Don’t Blame Millennials For All The Emotional Support Animals, Delta’s CEO Said

The situation is “out of control” — but not because of millennials, Ed Bastian told BuzzFeed News.

The CEO of Delta, Ed Bastian, told BuzzFeed News in an interview this week that travelers’ reliance on emotional support animals is “out of control” — but that he doesn’t blame millennials for the boom in in-flight pets.

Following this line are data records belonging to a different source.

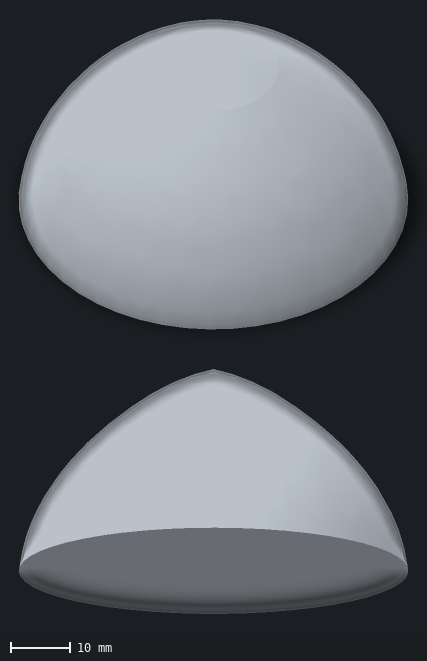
import cadquery as cq

base_diameter = 66.0
lower_diameter = 60.0
shoulder_diameter = 46.0
cap_diameter = 22.0
cap_height = 30.0
flank_step_count = 3
tip_diameter = 0.2
total_height = 35.0

cap_bulge_radius = 5.9
cap_bulge_height = 32.8

flank_step = cap_height / flank_step_count
flank_points = [
    (lower_diameter / 2, flank_step),
    (shoulder_diameter / 2, 2 * flank_step),
    (cap_diameter / 2, cap_height),
]

half_profile = (
    cq.Workplane("XZ")
    .lineTo(base_diameter / 2, 0)
    .spline(flank_points, includeCurrent=True)
    .threePointArc((cap_bulge_radius, cap_bulge_height), (tip_diameter / 2, total_height))
    .lineTo(0, total_height)
    .close()
)

result = half_profile.revolve(360, (0, 0, 0), (0, 1, 0))

Delta is among the airlines that cracked down last year on the lightly regulated practice of bringing animals — from dogs to snakes to pigs and, in one case, a peacock named Dexter — on planes, updating its policies first to limit customers to one animal, and then to ban them on flights of more than eight hours. The moves by airlines to crack down on the companions have been interpreted by some as a rejection of millennial needs, with Vice headlining a story on Southwest’s snake ban “War on Millennials,” and a Yale researcher saying Americans should “worry about what [the trend] says about millennials.”

“I don’t attribute emotional support animals to millennials,” Bastian said. “I don’t find it attached to a generation because I see all sorts of people bringing their animals. Including many of my friends. It’s a great way to transport their pets.”

Emotional support animals have become increasingly common on flights. Airlines transported an estimated 784,000 pets, 751,000 comfort animals, and 281,000 service animals in 2017, according to the trade group Airlines for America. Delta previously said “comfort turkeys, gliding possums known as sugar gliders, snakes, spiders, and more” have been spotted on flights.

Delta has been intensely focused, Bastian said, on wooing a new generation of human travelers. Despite the growing prevalence of pets in the cabin, there is little evidence of their effectiveness, and airlines are left to deal with the sometimes vocal opposition from fellow riders irked by in-flight urine, feces, and oinking they bring to flights.

More so than emotional support animals, Bastian said young fliers are “very price sensitive and cost-conscious,” so “what we’re trying to do is offer products for value that people relate to,” like paying a premium for extra room or selecting your seat in advance.

The Atlanta-based airline reported $41.2 billion in revenue in 2017.

“The millennials ... value experiences over goods, and we are a big beneficiary of that as we sell experiences,” Bastian added. “It’s driving a lot of our technologies and strategies.”